= WORK INSTRUCTION =
Wherever the word "position" occurs in the listing, copy the whole line.

= RECORDS SHOWN =

*** Begin section ***

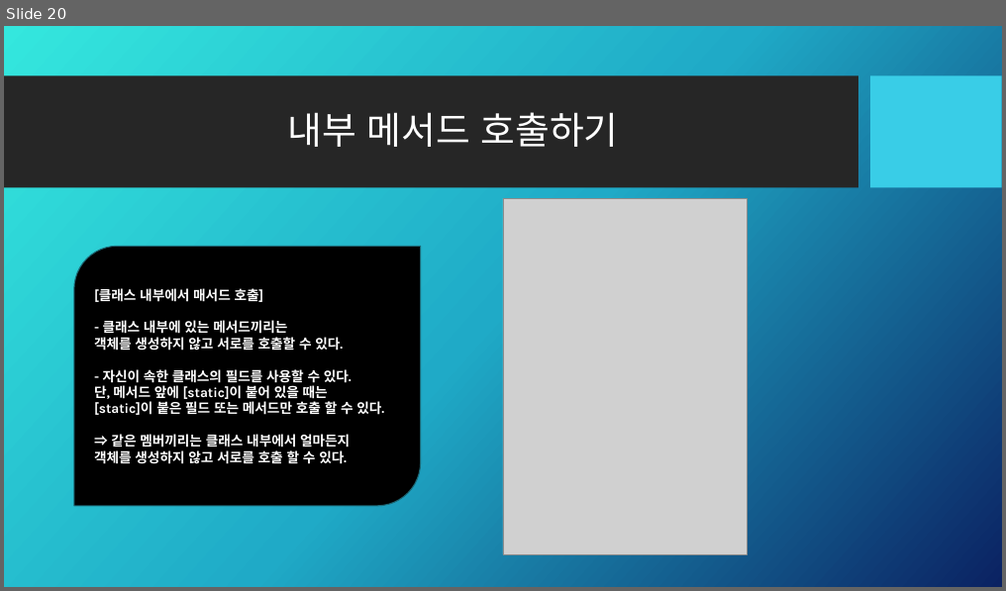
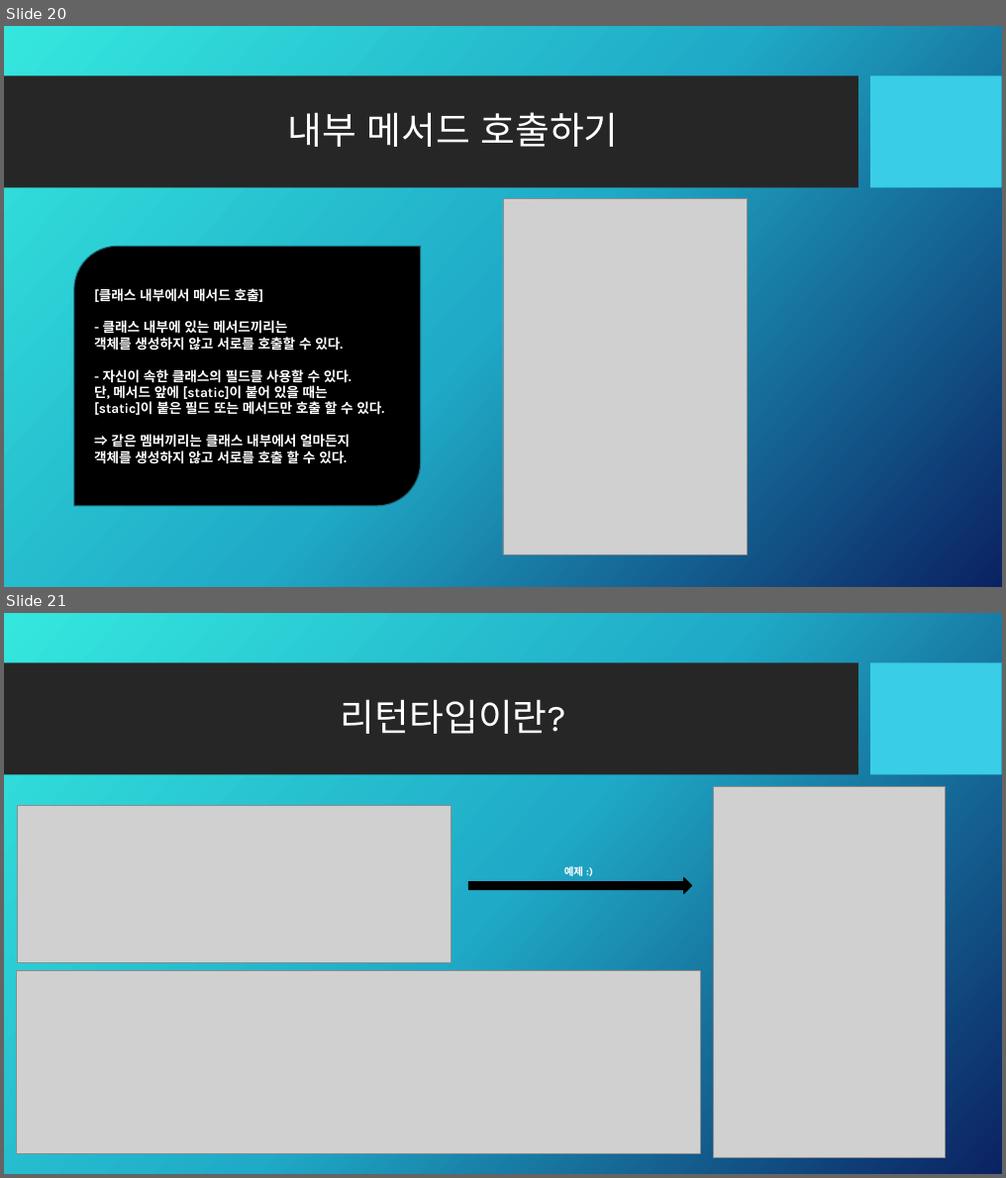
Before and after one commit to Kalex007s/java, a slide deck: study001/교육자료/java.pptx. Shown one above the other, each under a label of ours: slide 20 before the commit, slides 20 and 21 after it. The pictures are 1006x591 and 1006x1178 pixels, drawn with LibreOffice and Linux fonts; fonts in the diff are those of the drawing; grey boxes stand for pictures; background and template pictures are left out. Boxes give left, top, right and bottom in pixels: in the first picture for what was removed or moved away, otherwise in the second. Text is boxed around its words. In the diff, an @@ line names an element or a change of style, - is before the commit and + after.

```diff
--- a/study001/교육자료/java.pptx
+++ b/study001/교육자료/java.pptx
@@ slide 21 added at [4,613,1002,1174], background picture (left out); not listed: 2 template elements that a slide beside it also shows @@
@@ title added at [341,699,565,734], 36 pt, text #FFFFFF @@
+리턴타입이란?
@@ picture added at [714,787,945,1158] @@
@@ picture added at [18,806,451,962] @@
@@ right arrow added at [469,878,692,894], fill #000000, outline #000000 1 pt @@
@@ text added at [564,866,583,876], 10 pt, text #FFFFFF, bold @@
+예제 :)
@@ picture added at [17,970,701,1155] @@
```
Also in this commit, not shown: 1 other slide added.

*** End section ***
*** Begin section ***

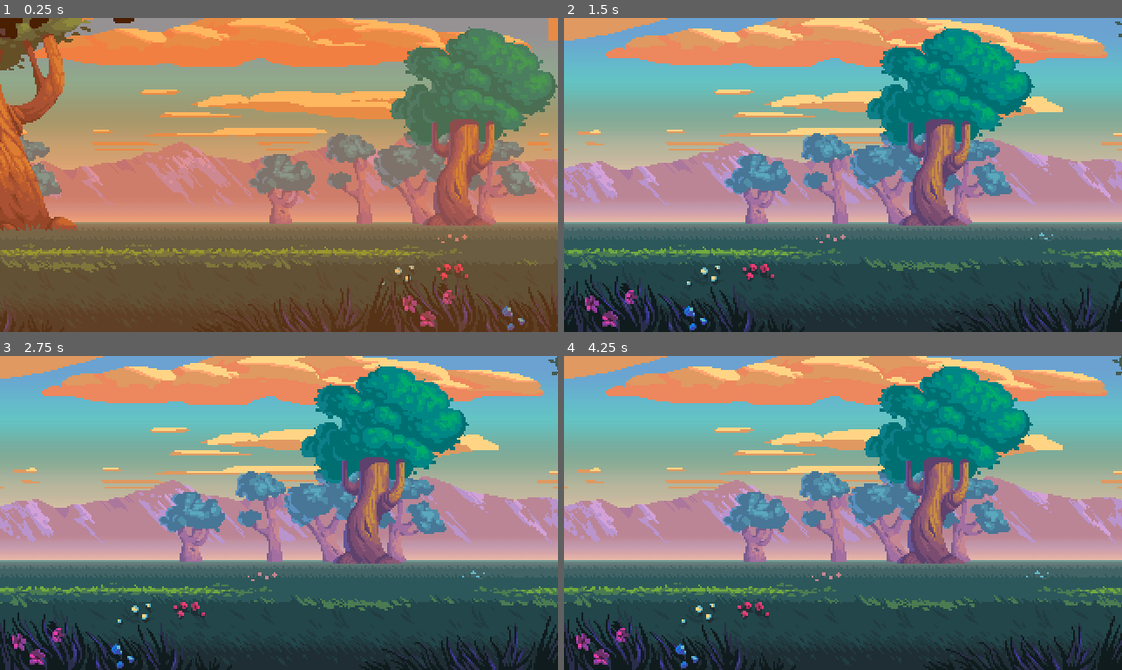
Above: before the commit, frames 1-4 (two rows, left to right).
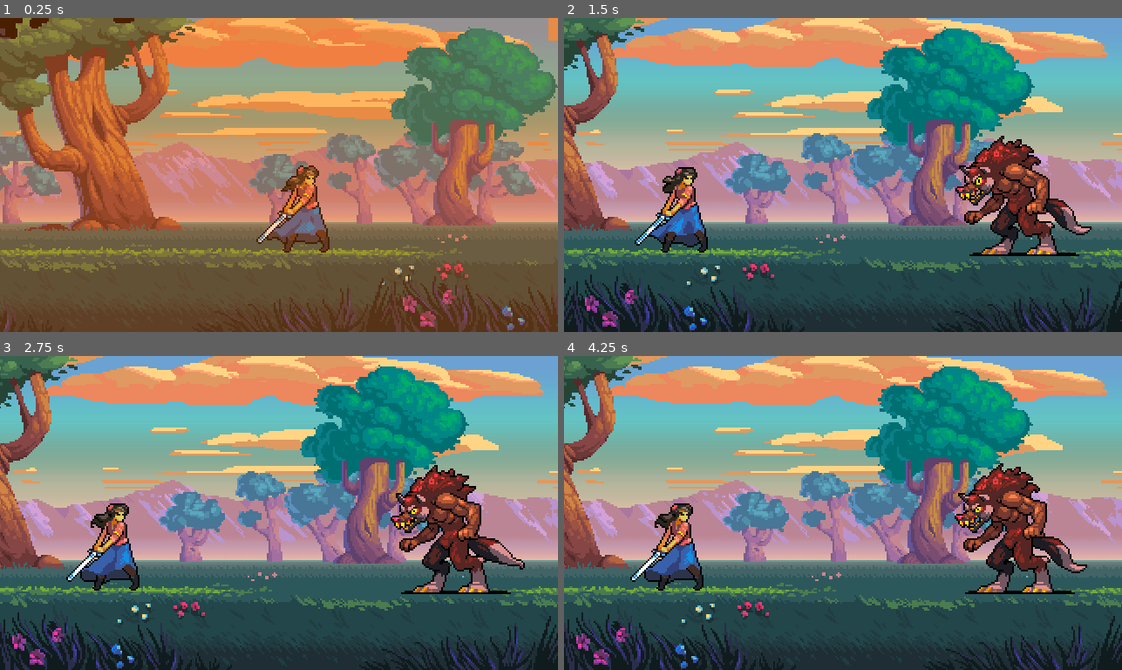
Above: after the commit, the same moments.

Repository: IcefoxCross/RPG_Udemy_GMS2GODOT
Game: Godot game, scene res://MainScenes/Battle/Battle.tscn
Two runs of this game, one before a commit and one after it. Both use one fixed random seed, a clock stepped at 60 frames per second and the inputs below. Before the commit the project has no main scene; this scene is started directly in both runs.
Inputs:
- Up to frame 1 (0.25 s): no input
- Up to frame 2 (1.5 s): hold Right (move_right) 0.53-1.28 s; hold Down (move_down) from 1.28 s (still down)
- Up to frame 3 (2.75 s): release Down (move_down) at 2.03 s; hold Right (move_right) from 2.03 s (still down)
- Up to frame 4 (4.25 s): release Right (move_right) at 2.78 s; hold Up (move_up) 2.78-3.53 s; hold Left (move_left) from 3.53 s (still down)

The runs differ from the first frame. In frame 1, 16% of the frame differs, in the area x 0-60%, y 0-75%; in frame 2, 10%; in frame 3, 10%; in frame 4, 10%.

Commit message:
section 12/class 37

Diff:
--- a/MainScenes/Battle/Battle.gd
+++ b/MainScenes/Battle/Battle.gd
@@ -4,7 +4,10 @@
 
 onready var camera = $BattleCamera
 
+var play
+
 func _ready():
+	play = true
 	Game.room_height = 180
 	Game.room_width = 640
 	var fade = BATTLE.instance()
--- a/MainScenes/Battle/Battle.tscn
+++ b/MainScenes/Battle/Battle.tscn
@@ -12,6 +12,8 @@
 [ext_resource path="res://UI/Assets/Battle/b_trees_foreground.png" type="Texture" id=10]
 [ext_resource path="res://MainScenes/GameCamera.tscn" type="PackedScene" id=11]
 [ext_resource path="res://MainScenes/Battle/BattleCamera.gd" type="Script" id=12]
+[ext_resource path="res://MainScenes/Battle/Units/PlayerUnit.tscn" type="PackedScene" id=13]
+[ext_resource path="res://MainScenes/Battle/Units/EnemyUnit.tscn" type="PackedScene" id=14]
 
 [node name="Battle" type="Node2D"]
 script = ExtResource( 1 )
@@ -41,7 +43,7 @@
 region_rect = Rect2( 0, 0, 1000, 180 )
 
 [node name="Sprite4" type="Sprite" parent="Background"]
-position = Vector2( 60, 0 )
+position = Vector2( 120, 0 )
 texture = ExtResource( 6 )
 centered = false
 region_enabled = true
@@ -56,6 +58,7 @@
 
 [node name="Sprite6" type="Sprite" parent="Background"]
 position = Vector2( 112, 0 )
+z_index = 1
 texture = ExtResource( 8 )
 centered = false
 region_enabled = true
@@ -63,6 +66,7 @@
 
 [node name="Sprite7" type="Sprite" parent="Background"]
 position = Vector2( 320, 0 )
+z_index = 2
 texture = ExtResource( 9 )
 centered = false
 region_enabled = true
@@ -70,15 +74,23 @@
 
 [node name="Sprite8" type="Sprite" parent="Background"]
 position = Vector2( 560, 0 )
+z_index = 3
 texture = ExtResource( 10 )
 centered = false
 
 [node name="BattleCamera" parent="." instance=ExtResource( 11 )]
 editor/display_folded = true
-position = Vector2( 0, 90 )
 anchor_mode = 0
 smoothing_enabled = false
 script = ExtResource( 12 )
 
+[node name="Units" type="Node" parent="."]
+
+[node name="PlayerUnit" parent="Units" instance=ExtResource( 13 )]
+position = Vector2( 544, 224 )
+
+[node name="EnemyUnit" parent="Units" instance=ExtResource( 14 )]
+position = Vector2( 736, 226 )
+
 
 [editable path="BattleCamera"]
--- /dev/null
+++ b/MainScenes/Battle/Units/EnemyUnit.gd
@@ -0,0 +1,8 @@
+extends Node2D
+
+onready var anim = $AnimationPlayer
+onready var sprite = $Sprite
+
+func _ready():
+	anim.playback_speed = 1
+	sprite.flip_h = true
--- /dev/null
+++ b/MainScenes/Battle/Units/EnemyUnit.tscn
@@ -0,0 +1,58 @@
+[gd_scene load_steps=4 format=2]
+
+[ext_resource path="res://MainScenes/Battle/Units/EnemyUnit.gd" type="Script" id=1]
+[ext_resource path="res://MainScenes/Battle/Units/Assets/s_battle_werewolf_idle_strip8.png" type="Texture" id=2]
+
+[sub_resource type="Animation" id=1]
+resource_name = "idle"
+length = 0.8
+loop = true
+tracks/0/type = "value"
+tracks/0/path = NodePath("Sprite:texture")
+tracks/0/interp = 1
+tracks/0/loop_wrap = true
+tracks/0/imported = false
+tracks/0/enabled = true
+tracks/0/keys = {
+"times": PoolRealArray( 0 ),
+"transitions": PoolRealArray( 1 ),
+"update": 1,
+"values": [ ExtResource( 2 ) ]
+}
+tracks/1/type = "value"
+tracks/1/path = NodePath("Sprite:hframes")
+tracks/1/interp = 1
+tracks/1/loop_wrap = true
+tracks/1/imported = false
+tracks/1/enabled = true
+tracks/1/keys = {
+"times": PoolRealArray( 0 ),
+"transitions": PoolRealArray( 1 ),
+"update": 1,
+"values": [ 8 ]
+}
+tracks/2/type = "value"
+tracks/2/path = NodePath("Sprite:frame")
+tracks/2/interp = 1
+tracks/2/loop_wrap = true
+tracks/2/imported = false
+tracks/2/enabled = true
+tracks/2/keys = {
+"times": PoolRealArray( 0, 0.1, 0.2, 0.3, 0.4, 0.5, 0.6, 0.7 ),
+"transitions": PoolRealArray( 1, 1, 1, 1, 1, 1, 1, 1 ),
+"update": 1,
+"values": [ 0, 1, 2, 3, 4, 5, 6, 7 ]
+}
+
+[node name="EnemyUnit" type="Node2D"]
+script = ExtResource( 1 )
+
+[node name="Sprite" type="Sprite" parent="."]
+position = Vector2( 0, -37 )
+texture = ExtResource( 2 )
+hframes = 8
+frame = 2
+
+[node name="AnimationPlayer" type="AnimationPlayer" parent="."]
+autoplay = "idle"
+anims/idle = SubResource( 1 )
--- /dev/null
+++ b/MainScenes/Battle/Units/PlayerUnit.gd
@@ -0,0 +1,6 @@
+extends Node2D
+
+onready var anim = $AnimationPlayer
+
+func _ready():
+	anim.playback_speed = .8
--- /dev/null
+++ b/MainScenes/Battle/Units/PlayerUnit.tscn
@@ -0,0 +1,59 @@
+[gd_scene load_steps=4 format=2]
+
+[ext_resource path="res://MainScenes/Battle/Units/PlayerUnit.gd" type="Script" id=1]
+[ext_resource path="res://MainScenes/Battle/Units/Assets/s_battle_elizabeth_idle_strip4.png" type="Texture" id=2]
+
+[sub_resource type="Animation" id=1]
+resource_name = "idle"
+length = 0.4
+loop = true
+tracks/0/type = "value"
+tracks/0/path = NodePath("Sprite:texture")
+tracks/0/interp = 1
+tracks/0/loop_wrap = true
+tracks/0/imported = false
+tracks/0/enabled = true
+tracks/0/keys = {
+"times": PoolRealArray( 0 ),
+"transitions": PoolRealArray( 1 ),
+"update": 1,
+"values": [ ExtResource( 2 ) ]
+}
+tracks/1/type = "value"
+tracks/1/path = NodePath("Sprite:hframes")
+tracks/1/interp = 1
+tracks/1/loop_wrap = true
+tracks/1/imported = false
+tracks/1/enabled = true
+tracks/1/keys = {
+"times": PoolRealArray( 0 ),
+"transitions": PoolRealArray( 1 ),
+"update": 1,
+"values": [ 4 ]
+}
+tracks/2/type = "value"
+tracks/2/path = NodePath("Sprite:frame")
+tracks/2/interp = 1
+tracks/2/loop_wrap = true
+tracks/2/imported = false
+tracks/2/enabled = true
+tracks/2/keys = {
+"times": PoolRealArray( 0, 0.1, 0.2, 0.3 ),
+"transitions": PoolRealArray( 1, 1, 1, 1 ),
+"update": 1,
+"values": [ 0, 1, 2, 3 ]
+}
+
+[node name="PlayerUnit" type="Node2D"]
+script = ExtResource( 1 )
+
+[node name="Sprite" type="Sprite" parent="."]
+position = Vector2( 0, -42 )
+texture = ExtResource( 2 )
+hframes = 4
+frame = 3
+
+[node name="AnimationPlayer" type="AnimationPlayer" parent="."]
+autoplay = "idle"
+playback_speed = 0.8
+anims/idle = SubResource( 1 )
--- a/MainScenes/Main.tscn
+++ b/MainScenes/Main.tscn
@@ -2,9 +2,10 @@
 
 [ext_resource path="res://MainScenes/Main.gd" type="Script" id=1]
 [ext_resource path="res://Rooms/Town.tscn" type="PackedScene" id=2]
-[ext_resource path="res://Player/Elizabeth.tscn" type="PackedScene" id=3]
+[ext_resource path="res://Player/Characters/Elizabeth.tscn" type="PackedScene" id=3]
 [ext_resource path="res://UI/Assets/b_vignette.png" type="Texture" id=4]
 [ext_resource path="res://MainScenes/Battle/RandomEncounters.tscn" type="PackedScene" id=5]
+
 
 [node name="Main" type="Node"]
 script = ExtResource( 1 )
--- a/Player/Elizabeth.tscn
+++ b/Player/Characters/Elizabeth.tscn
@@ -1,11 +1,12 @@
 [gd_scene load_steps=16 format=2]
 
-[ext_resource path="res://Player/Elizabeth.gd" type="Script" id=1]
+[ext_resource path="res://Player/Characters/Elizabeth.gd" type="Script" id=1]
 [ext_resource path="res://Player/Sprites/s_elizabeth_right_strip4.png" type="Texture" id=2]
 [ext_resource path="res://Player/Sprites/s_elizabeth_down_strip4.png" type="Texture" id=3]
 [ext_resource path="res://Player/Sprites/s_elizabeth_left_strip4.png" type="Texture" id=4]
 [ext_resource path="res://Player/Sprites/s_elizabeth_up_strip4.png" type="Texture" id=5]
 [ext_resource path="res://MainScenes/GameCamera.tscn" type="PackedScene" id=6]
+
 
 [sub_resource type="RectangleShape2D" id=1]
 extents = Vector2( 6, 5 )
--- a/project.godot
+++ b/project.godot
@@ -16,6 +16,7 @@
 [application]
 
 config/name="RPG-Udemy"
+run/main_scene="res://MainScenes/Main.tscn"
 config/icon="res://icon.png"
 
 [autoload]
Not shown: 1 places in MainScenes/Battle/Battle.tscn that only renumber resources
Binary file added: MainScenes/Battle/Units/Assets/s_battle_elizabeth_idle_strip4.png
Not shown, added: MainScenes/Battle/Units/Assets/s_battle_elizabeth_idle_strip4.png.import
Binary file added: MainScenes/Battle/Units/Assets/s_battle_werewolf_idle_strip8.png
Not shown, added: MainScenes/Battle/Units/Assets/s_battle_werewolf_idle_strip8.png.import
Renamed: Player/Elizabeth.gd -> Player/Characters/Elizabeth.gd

*** End section ***

= OUTPUT FOR THIS TASK =
-position = Vector2( 60, 0 )
+position = Vector2( 120, 0 )
 position = Vector2( 112, 0 )
 position = Vector2( 320, 0 )
 position = Vector2( 560, 0 )
-position = Vector2( 0, 90 )
+position = Vector2( 544, 224 )
+position = Vector2( 736, 226 )
+position = Vector2( 0, -37 )
+position = Vector2( 0, -42 )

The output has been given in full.